Las famosos promocionan la cocina española en la tele de los 70

Menú turístico: primero, segundo, postre y sangría

La gastronomía de cualquier país tiene una base política, social, cultural y económica. En el caso de España, la autora identifica tres momentos fundacionales que facilitaron el desarrollo del país y el de una gastronomía renovada, y, con el tiempo, pujante y reconocida: el fin de las cartillas de racionamiento (1952); la firma de los pactos de Madrid (1953) con Estados Unidos, que zanjaron el fin del aislamiento internacional de España; y, por último, el inicio del plan de estabilización (1959), que fue la base del desarrollismo de los años sesenta y la puerta que se abrió al futuro.

En la España que amanecía a la década de los 60 el envío de comidas preparadas y procesadas desde Estados Unidos fue toda una novedad en un país que estaba a punto de dejar el blanco y negro.
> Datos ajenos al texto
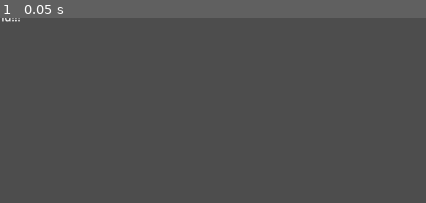
Above: before the commit, frame 1.
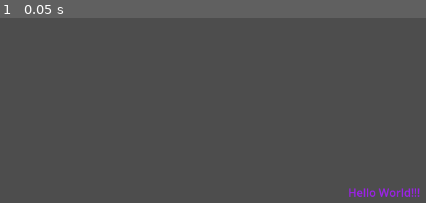
Above: after the commit, the same moment.

Repository: Yusaf-Ahmed/Godot-Tutorial
Game: Godot game, scene res://main.tscn
Same seed, same stepped clock (60 frames per second), same inputs: the game is played once before the commit and once after it.
Inputs:
- Up to frame 1 (0.05 s): no input

The runs differ from the first frame. In frame 1, 0.5% of the frame differs, in the area x 0-99%, y 0-97%.

Commit message:
Learned to change the colour of my Label in GScript
Following Brackeys tutorial, learning to code through GScript and have it appear in Godot V4.

Diff:
--- a/godottutorial/main.gd
+++ b/godottutorial/main.gd
@@ -4,3 +4,4 @@
 # Called when the node enters the scene tree for the first time.
 func _ready():
 	$Label.text = "Hello World!!!"
+	$Label.modulate = Color.PURPLE
--- a/godottutorial/main.tscn
+++ b/godottutorial/main.tscn
@@ -6,8 +6,8 @@
 script = ExtResource("1_wahfj")
 
 [node name="Label" type="Label" parent="."]
-offset_left = -74.0
-offset_top = -13.0
-offset_right = 88.0
-offset_bottom = 10.0
+offset_left = 502.0
+offset_top = 240.0
+offset_right = 664.0
+offset_bottom = 263.0
 text = "This is my LABEL - YA"

En las casas empezaban a entrar las novedades culinarias. Uno de los hitos qué reseña Berta Álvarez Acal es el menú turístico impuesto por Manuel Fraga en 1964 a los restaurantes y bares, que estaban obligados a ofrecer un Menú Turístico completo con un precio de entre 50 a 250 pesetas, incluyendo un primer plato, un segundo, postre y bebida, este último capítulo generalmente colonizado por la sangría. Entonces, 'Spain was different'.

Resumiendo mucho, en la aquella década se disparó del consumo de carne, verduras, frutas frescas y productos lácteos. Y bajó el de cereales y leguminosas. El pollo, la leche, los huevos o la carne no faltaban en los menús diarios. Un dato relevante que aporta el libro es que aún en 1956 la Encuesta Nacional sobre alimentación establecía que el 15% de la población aún no ingería las calorías diarias necesarias.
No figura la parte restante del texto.